** Opening TASK MATERIAL block **

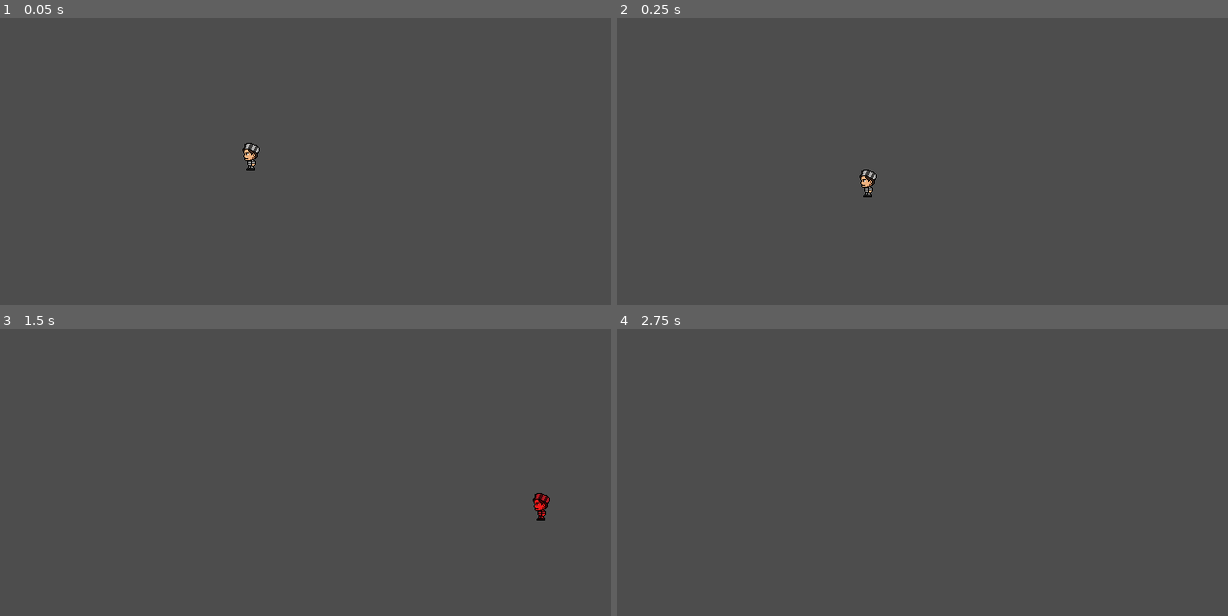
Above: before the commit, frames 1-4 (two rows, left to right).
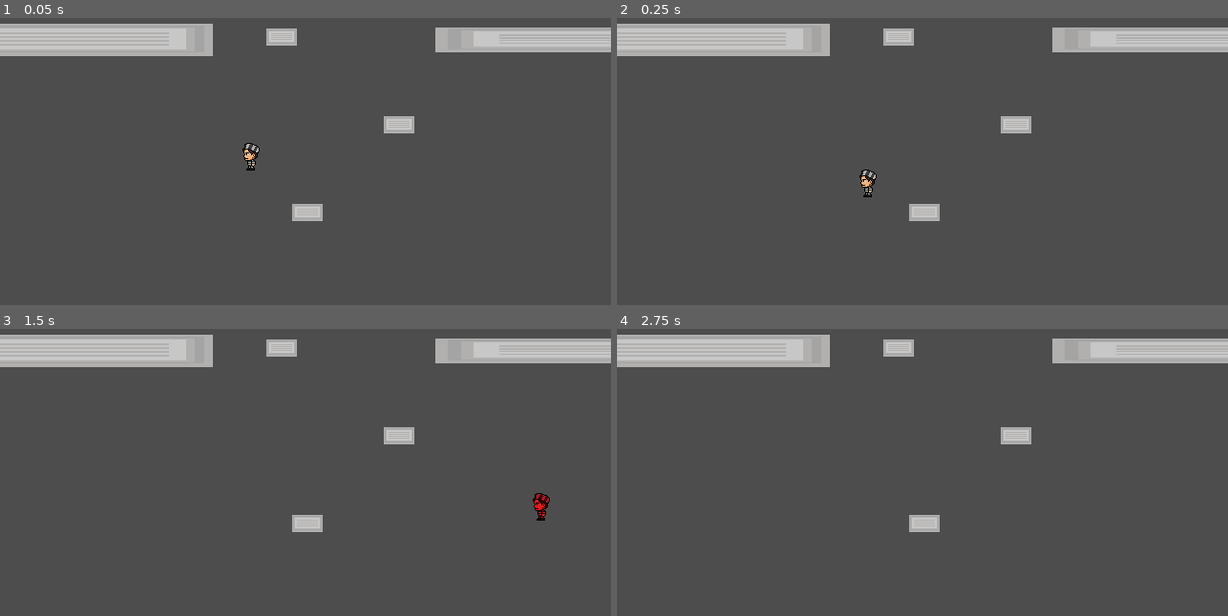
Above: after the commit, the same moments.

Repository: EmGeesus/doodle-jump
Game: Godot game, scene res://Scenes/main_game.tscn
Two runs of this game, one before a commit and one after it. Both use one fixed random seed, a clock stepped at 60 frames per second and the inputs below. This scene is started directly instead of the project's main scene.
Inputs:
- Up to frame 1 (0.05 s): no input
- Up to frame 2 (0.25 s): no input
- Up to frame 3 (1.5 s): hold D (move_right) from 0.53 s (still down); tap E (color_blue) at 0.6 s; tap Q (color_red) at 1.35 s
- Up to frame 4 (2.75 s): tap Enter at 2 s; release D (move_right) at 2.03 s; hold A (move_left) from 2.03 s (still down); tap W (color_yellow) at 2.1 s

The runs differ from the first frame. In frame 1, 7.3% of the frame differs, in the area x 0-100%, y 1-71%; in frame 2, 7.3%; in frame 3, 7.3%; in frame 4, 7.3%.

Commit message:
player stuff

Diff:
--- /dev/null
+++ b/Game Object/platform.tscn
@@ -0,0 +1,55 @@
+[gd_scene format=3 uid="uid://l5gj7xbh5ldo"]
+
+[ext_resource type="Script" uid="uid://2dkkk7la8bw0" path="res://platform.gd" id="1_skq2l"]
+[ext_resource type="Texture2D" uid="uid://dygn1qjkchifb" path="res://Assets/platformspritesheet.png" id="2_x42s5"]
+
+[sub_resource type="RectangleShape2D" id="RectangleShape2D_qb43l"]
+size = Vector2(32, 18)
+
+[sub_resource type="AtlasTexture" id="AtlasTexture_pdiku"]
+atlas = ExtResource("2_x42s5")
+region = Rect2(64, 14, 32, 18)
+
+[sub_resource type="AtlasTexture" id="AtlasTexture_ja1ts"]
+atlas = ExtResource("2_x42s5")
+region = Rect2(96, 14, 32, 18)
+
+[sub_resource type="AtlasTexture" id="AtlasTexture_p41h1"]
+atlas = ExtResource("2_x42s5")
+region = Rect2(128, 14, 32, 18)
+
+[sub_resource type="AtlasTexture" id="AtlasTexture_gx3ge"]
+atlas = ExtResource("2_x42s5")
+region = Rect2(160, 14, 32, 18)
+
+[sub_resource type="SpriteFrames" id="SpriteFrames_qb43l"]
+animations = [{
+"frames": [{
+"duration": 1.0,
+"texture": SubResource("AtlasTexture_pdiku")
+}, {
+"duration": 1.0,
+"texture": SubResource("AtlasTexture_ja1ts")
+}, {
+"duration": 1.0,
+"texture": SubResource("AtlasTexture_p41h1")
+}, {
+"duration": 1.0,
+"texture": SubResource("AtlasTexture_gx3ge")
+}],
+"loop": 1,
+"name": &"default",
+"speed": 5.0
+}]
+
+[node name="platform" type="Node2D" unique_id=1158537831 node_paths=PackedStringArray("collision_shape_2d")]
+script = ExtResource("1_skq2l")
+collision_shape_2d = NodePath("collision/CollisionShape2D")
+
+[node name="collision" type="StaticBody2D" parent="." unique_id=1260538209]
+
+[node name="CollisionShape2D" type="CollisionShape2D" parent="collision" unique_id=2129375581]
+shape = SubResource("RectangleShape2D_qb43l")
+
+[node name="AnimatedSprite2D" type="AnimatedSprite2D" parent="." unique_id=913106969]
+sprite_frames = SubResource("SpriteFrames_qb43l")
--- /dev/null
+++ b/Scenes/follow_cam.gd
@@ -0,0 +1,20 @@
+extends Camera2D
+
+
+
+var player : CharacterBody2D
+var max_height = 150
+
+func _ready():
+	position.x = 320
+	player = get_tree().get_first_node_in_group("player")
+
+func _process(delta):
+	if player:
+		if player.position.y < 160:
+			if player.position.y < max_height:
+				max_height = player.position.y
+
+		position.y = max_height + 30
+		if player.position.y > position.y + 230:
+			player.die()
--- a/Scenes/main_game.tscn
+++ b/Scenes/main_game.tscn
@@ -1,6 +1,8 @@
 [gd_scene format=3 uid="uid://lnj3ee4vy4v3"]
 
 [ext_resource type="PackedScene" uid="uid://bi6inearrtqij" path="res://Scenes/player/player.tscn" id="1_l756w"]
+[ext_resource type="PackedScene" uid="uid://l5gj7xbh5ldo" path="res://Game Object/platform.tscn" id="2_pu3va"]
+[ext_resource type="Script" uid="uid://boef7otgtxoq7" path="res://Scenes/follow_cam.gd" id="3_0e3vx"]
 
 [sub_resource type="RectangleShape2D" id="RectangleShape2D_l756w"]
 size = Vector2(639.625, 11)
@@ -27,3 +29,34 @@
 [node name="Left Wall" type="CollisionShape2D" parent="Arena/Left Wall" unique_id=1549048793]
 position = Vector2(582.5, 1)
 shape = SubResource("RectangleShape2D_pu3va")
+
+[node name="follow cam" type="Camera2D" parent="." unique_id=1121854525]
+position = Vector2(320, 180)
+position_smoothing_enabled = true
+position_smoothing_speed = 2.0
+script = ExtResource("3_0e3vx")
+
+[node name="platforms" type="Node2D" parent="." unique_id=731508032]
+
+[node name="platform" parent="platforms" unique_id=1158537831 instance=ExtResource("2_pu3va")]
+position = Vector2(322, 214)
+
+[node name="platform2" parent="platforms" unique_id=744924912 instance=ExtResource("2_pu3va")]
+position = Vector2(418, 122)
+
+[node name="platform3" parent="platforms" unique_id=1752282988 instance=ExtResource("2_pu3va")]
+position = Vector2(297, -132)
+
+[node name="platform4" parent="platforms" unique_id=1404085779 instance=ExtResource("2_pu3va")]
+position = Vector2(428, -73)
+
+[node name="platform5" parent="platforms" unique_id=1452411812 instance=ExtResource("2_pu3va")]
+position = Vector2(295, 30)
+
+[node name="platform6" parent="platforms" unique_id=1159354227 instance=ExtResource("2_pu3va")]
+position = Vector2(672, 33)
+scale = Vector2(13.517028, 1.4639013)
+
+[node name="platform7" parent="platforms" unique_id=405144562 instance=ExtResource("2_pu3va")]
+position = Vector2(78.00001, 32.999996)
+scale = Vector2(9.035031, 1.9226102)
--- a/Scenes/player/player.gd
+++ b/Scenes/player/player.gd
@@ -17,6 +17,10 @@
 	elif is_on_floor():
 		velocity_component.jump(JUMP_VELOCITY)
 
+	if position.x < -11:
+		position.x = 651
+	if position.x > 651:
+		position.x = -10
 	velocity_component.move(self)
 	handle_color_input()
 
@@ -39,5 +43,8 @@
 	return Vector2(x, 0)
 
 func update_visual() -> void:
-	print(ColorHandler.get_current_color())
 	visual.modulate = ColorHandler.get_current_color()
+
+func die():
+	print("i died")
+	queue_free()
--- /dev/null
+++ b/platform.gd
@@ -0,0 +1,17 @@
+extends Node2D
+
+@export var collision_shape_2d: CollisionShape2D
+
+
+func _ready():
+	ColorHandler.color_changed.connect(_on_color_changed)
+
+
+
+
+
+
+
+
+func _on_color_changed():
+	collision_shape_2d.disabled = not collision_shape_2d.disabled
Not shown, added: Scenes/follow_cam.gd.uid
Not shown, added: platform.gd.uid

** Closing TASK MATERIAL block **
** Opening TASK MATERIAL block **

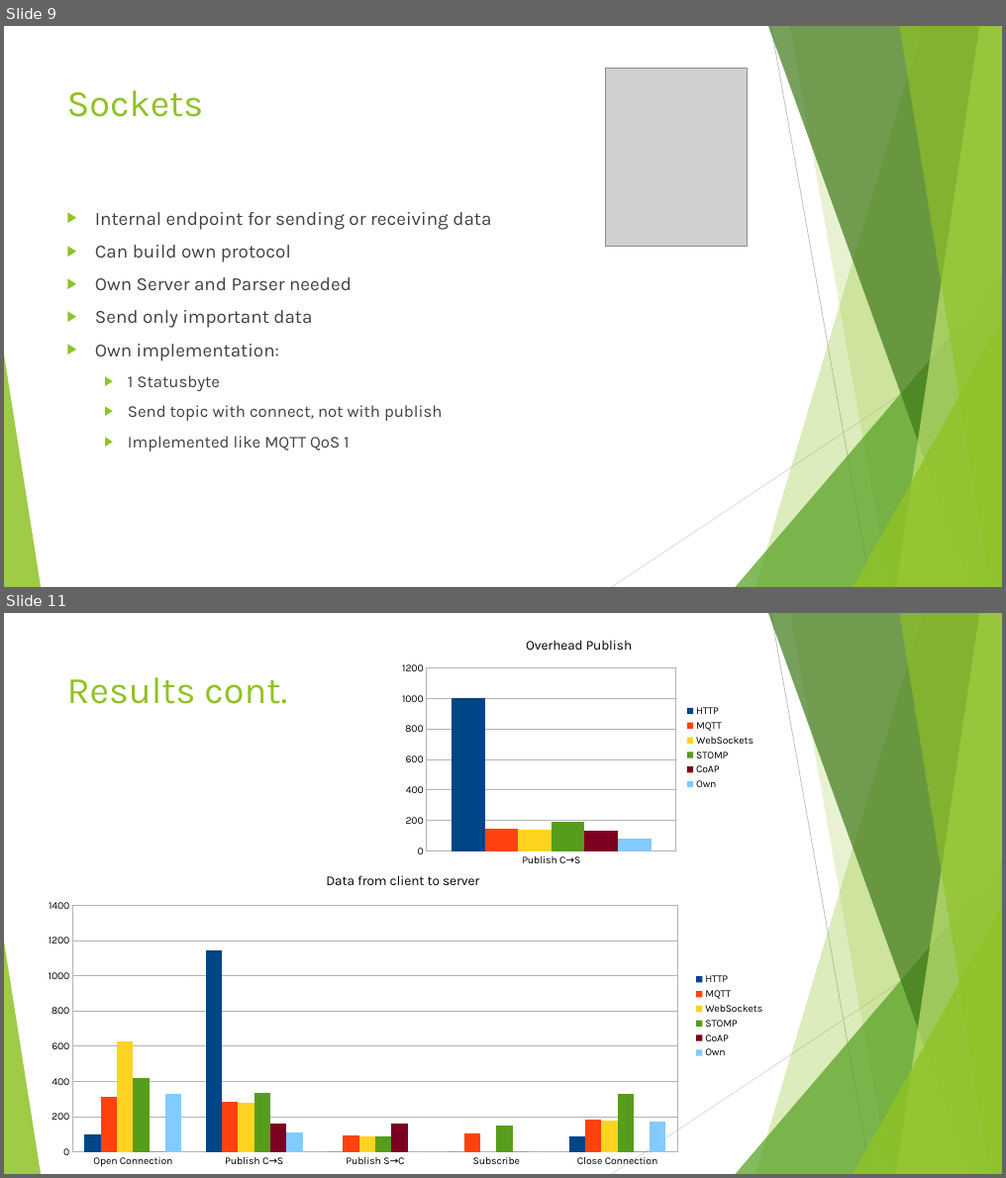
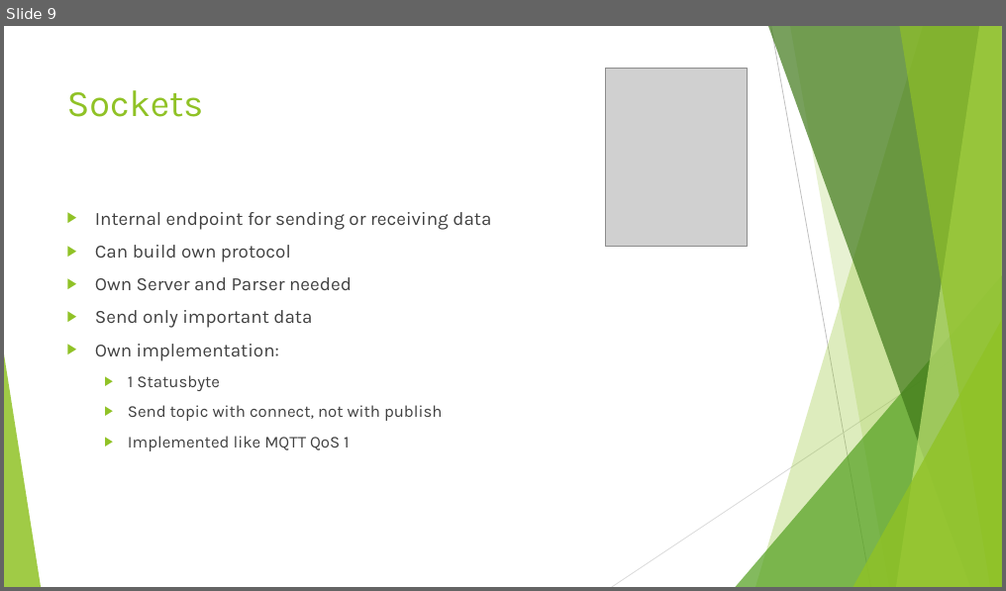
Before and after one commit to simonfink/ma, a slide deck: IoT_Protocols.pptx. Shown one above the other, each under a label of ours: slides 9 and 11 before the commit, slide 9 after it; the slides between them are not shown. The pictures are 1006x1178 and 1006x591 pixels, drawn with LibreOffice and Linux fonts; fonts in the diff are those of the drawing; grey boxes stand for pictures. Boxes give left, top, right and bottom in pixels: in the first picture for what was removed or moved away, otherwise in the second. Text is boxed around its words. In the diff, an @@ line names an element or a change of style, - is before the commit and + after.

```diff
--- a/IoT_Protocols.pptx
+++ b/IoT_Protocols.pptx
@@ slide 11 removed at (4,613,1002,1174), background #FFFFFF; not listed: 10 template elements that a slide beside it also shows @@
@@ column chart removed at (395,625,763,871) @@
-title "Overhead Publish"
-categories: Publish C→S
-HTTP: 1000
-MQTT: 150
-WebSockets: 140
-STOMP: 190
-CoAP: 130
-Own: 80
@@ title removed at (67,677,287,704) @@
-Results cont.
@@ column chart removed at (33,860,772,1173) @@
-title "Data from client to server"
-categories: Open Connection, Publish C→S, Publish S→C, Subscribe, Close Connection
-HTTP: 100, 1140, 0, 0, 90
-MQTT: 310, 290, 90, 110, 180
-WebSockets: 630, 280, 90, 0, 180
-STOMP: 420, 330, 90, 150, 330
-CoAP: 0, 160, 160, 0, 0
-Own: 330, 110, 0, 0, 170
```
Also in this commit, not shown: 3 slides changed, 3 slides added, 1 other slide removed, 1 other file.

** Closing TASK MATERIAL block **
** Opening TASK MATERIAL block **

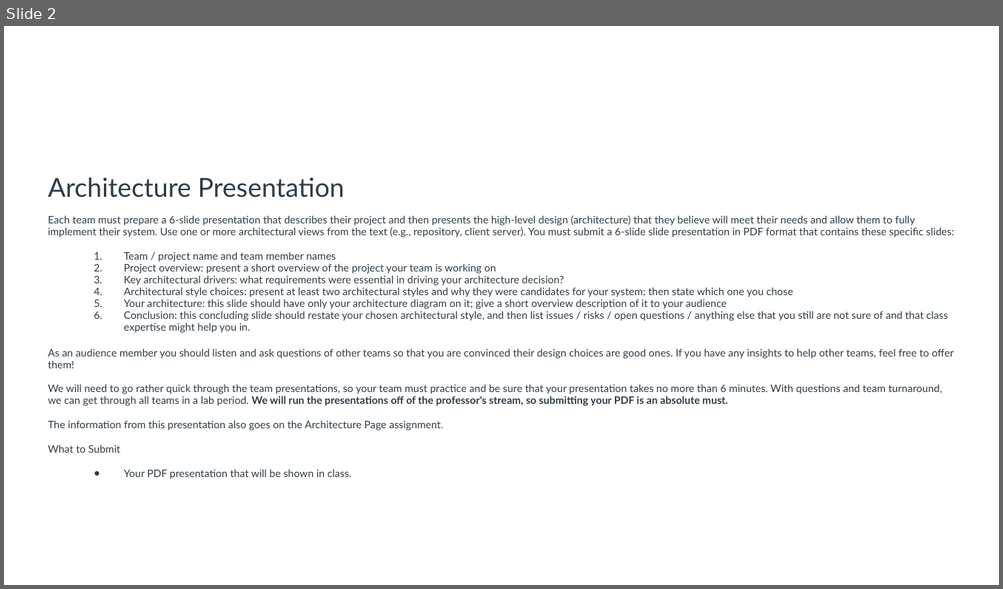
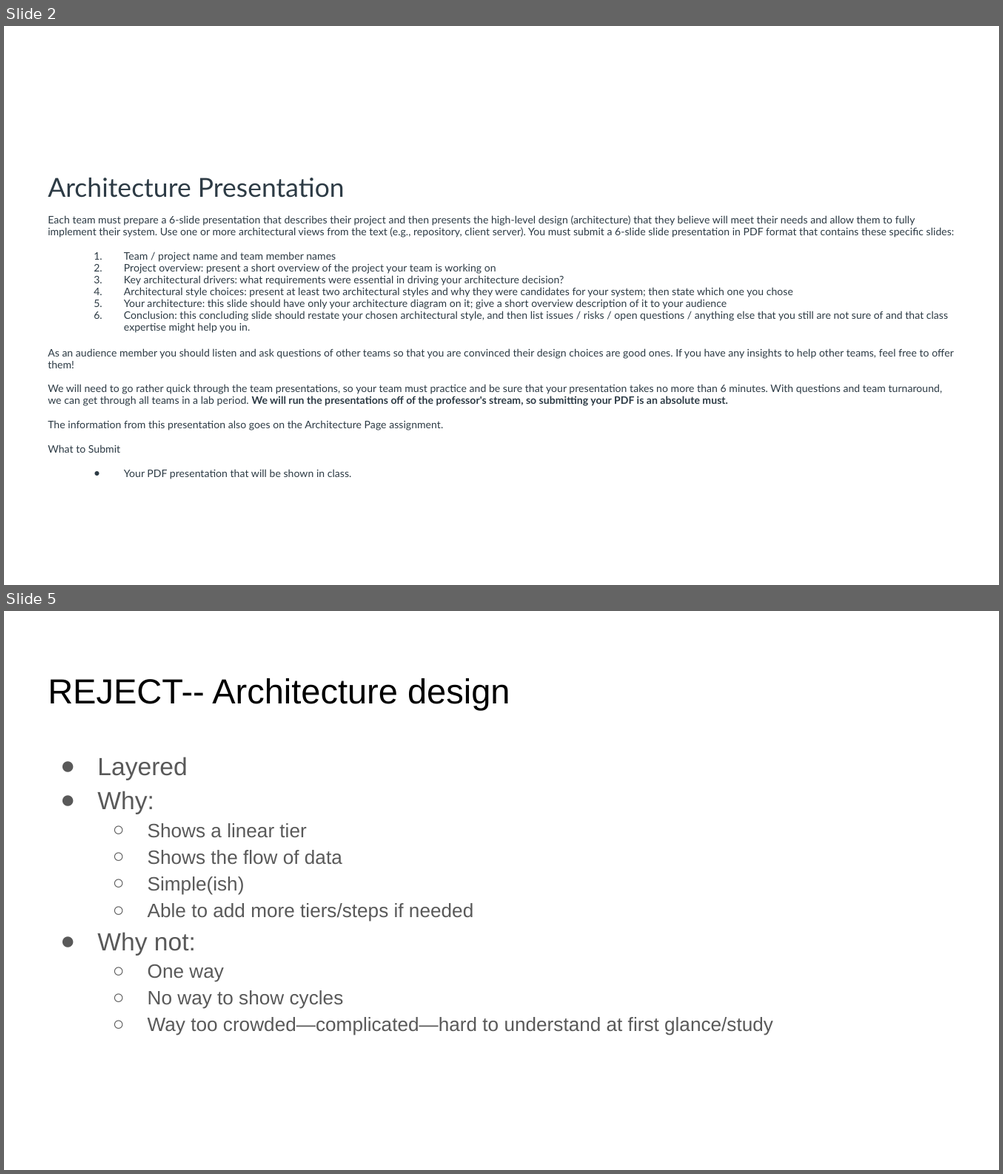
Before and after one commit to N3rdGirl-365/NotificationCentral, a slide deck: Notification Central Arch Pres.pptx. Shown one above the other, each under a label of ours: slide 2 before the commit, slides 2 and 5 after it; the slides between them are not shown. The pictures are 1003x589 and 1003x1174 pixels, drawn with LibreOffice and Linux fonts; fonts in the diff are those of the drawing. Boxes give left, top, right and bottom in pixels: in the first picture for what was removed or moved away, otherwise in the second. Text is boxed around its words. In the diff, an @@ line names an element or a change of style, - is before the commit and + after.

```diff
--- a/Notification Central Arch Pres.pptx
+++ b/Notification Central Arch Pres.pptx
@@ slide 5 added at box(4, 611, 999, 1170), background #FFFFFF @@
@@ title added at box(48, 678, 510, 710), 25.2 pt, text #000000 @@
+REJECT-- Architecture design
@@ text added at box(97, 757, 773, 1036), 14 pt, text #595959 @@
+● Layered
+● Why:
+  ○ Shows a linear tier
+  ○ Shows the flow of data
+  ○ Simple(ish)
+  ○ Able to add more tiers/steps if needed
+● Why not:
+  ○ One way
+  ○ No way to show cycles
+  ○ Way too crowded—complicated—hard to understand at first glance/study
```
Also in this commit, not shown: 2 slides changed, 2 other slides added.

** Closing TASK MATERIAL block **

Looking at the data above, count each line that holds the word "SubResource" and report the count alone.

ANSWER SECTION. 7